The Synapsy Centre is proud to announce that one of its members, Professor Christian Lüscher, is among this year's winners. His contributions to understanding the mechanisms of the circuits involved in psychiatric illnesses and addiction have thus been rewarded. Christian Lüscher was a pioneer in the discovery of the cellular mechanisms by which drugs increase dopamine. He also demonstrated for the first time that it was possible to normalise behaviour by reversing the synaptic plasticity caused by drugs.

Professor Lüscher also developed a model of the addiction circuit, which he used to develop a brain stimulation protocol. This has been successful in treating addictive behaviour in mice, offering huge translational potential for treating disorders such as obsessive-compulsive disorder and depression in humans. Using an innovative approach based on optogenetic self-stimulation of dopaminergic neurons, he has identified the synaptic changes at the origin of compulsive behaviour, providing important keys to understanding addiction research.

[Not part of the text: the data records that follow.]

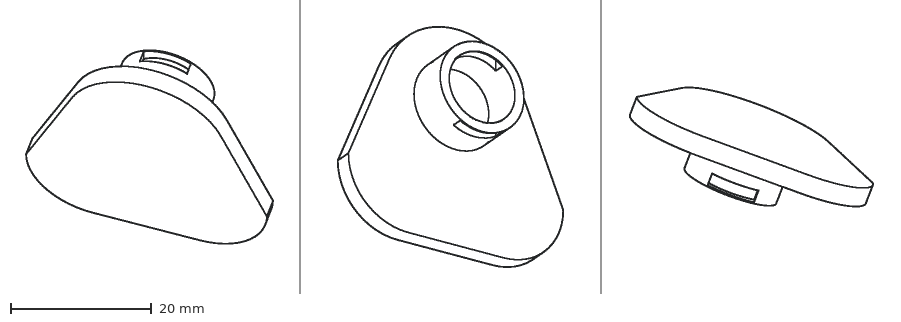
import cadquery as cq
import math

plate_width = 35.92
plate_height = 34.0
plate_thickness = 2.9
top_radius = 12.0
corner_radius = 10.0
total_depth = 10.0
boss_diameter = 14.0
boss_wall = 1.5
slot_length = 7.05
slot_width = 1.8
rim_thickness = 0.2

half_width = plate_width / 2
corner_x = half_width - corner_radius
boss_z = plate_height - top_radius
boss_length = total_depth - plate_thickness
slot_y = total_depth - rim_thickness - slot_width / 2

side_drop = boss_z - corner_radius
side_distance = math.hypot(half_width, side_drop)
tangent_angle = math.acos(top_radius / side_distance) - math.atan2(side_drop, half_width)
tangent_x = top_radius * math.cos(tangent_angle)
tangent_z = boss_z + top_radius * math.sin(tangent_angle)


def make_plate():
    """Rounded triangular plate, extruded from Y = 0 toward +Y."""
    arc_x = corner_x + corner_radius * math.sqrt(0.5)
    arc_z = corner_radius * (1 - math.sqrt(0.5))
    return (
        cq.Workplane("XZ")
        .moveTo(-corner_x, 0)
        .lineTo(corner_x, 0)
        .threePointArc((arc_x, arc_z), (half_width, corner_radius))
        .lineTo(tangent_x, tangent_z)
        .threePointArc((0, plate_height), (-tangent_x, tangent_z))
        .lineTo(-half_width, corner_radius)
        .threePointArc((-arc_x, arc_z), (-corner_x, 0))
        .close()
        .extrude(-plate_thickness)
    )


def make_boss():
    """Hollow round boss behind the plate, open at its far end."""
    outer_radius = boss_diameter / 2
    return (
        cq.Workplane("XZ", origin=(0, plate_thickness, boss_z))
        .circle(outer_radius)
        .circle(outer_radius - boss_wall)
        .extrude(-boss_length)
    )


def make_slot():
    """Cutter passing through the top and bottom walls of the boss."""
    cutter_height = boss_diameter + 2 * boss_wall
    return cq.Workplane("XY").box(slot_length, slot_width, cutter_height).translate((0, slot_y, boss_z))


result = make_plate().union(make_boss().cut(make_slot()))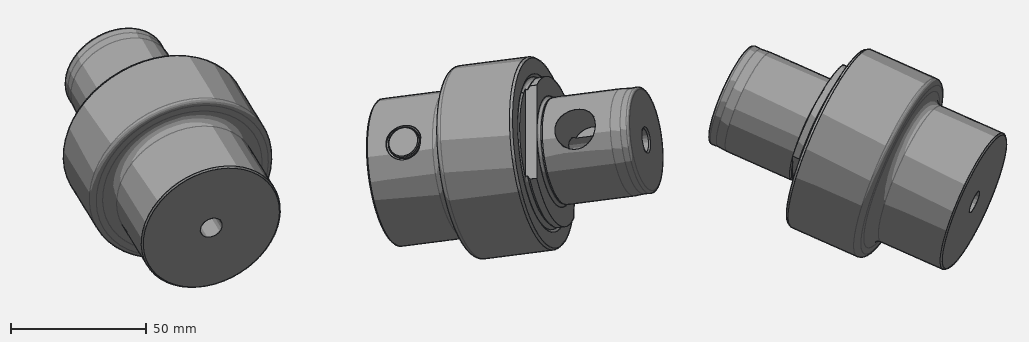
import cadquery as cq
import math

total_length = 100.0
collar_front = 35.5
shoulder_x = 40.0
drum_back = 70.0

shank_radius = 20.0
collar_radius = 28.0
drum_radius = 36.0
nose_radius = 27.5

shank_round = 1.0
lead_groove_x = 3.4
lead_groove_depth = 0.3
lead_land_depth = 0.15
lead_end_x = 7.2

drum_chamfer_length = 1.0
drum_chamfer_depth = 0.6
drum_back_round = 2.0
drum_nose_fillet = 4.0
nose_chamfer = 0.6

shank_undercut_length = 1.8
shank_undercut_ramp = 0.6
shank_undercut_depth = 0.3
shank_undercut_face_depth = 0.1
shank_undercut_round = 1.0
shank_undercut_face_run = 0.1
collar_undercut_length = 1.8
collar_undercut_ramp = 0.9
collar_undercut_depth = 0.9
collar_undercut_face_depth = 0.6
collar_undercut_round = 1.4
collar_undercut_face_run = 1.0

flat_half_width = 21.0

bore_radius = 4.3
bore_chamfer = 0.6

cross_hole_x = 20.9
cross_hole_radius = 7.9
screw_x = 85.4
screw_radius = 6.0
screw_seat_radius = 6.8
screw_length = 12.0
screw_chamfer = 0.4


def arc_offset(radius):
    """Distance from either tangent line to the middle of a quarter round."""
    return radius * (1 - math.sqrt(0.5))


def add_undercut(profile, corner_x, radius, length, ramp, depth, face_depth, corner_round, face_run):
    """Continue the profile from a cylinder into a shoulder face through a relieved corner."""
    floor_radius = radius - depth
    floor_x = corner_x + face_depth
    start_x = corner_x - length
    offset = arc_offset(corner_round)
    return (
        profile.lineTo(start_x, radius)
        .lineTo(start_x + ramp, floor_radius)
        .lineTo(floor_x - corner_round, floor_radius)
        .threePointArc((floor_x - offset, floor_radius + offset), (floor_x, floor_radius + corner_round))
        .lineTo(corner_x, floor_radius + corner_round + face_run)
    )


def turned_blank():
    round_offset = arc_offset(shank_round)
    lead_radius = shank_radius - lead_land_depth
    profile = (
        cq.Workplane("XZ")
        .lineTo(0, lead_radius - shank_round)
        .threePointArc((round_offset, lead_radius - round_offset), (shank_round, lead_radius))
        .lineTo(lead_groove_x, shank_radius - lead_groove_depth)
        .lineTo(lead_end_x, shank_radius)
    )
    profile = add_undercut(
        profile, collar_front, shank_radius, shank_undercut_length, shank_undercut_ramp,
        shank_undercut_depth, shank_undercut_face_depth, shank_undercut_round, shank_undercut_face_run,
    )
    profile = profile.lineTo(collar_front, collar_radius)
    profile = add_undercut(
        profile, shoulder_x, collar_radius, collar_undercut_length, collar_undercut_ramp,
        collar_undercut_depth, collar_undercut_face_depth, collar_undercut_round, collar_undercut_face_run,
    )
    back_offset = arc_offset(drum_back_round)
    fillet_offset = arc_offset(drum_nose_fillet)
    profile = (
        profile.lineTo(shoulder_x, drum_radius - drum_chamfer_depth)
        .lineTo(shoulder_x + drum_chamfer_length, drum_radius)
        .lineTo(drum_back - drum_back_round, drum_radius)
        .threePointArc(
            (drum_back - back_offset, drum_radius - back_offset),
            (drum_back, drum_radius - drum_back_round),
        )
        .lineTo(drum_back, nose_radius + drum_nose_fillet)
        .threePointArc(
            (drum_back + fillet_offset, nose_radius + fillet_offset),
            (drum_back + drum_nose_fillet, nose_radius),
        )
        .lineTo(total_length - nose_chamfer, nose_radius)
        .lineTo(total_length, nose_radius - nose_chamfer)
        .lineTo(total_length, 0)
        .close()
    )
    return profile.revolve(360, (0, 0, 0), (1, 0, 0))


def wrench_flat(side):
    """Material removed beside one flat, from the collar front to the shoulder."""
    cut_width = collar_radius
    return cq.Workplane("XY").box(
        shoulder_x - collar_front, cut_width, 2 * collar_radius, centered=(False, True, True)
    ).translate((collar_front, side * (flat_half_width + cut_width / 2), 0))


def central_bore():
    mouth_radius = bore_radius + bore_chamfer
    return (
        cq.Workplane("XZ")
        .lineTo(0, mouth_radius)
        .lineTo(bore_chamfer, bore_radius)
        .lineTo(total_length, bore_radius)
        .lineTo(total_length, 0)
        .close()
        .revolve(360, (0, 0, 0), (1, 0, 0))
    )


def radial_cylinder(x, radius, inner_y, outer_y):
    """Cylinder along +Y at station x."""
    axis = cq.Vector(0, 1, 0)
    return cq.Workplane(cq.Solid.makeCylinder(radius, outer_y - inner_y, cq.Vector(x, inner_y, 0), axis))


def cross_hole():
    return radial_cylinder(cross_hole_x, cross_hole_radius, 0, drum_radius)


def screw_hole():
    """Blind hole for the clamping screw with a countersunk mouth."""
    hole = radial_cylinder(screw_x, screw_radius, nose_radius - screw_length, drum_radius)
    sink_depth = screw_seat_radius - screw_radius
    rim_y = math.sqrt(nose_radius**2 - screw_seat_radius**2)
    sink = cq.Workplane(
        cq.Solid.makeCone(
            screw_radius, screw_seat_radius, sink_depth,
            cq.Vector(screw_x, rim_y - sink_depth, 0), cq.Vector(0, 1, 0),
        )
    )
    mouth = radial_cylinder(screw_x, screw_seat_radius, rim_y, drum_radius)
    return hole.union(sink).union(mouth)


def make_body():
    body = turned_blank()
    for side in (1, -1):
        body = body.cut(wrench_flat(side))
    return body.cut(central_bore()).cut(cross_hole()).cut(screw_hole())


def make_screw():
    screw = radial_cylinder(screw_x, screw_radius, nose_radius - screw_length, nose_radius)
    return screw.faces(">Y").chamfer(screw_chamfer)


body = make_body()
clamp_screw = make_screw()

result = cq.Compound.makeCompound([body.val(), clamp_screw.val()])

Professor Eric Nestler, from the Icahn School of Medicine at Mount Sinai, was also honoured for his pioneering research into the molecular, cellular and physiological changes in the brain caused by drug abuse.

The Synapsy Centre warmly congratulates Professor Christian Lüscher on this distinction, which underlines his systematic and innovative approach to unveiling the neural mechanisms of compulsion, a central symptom of several psychiatric illnesses.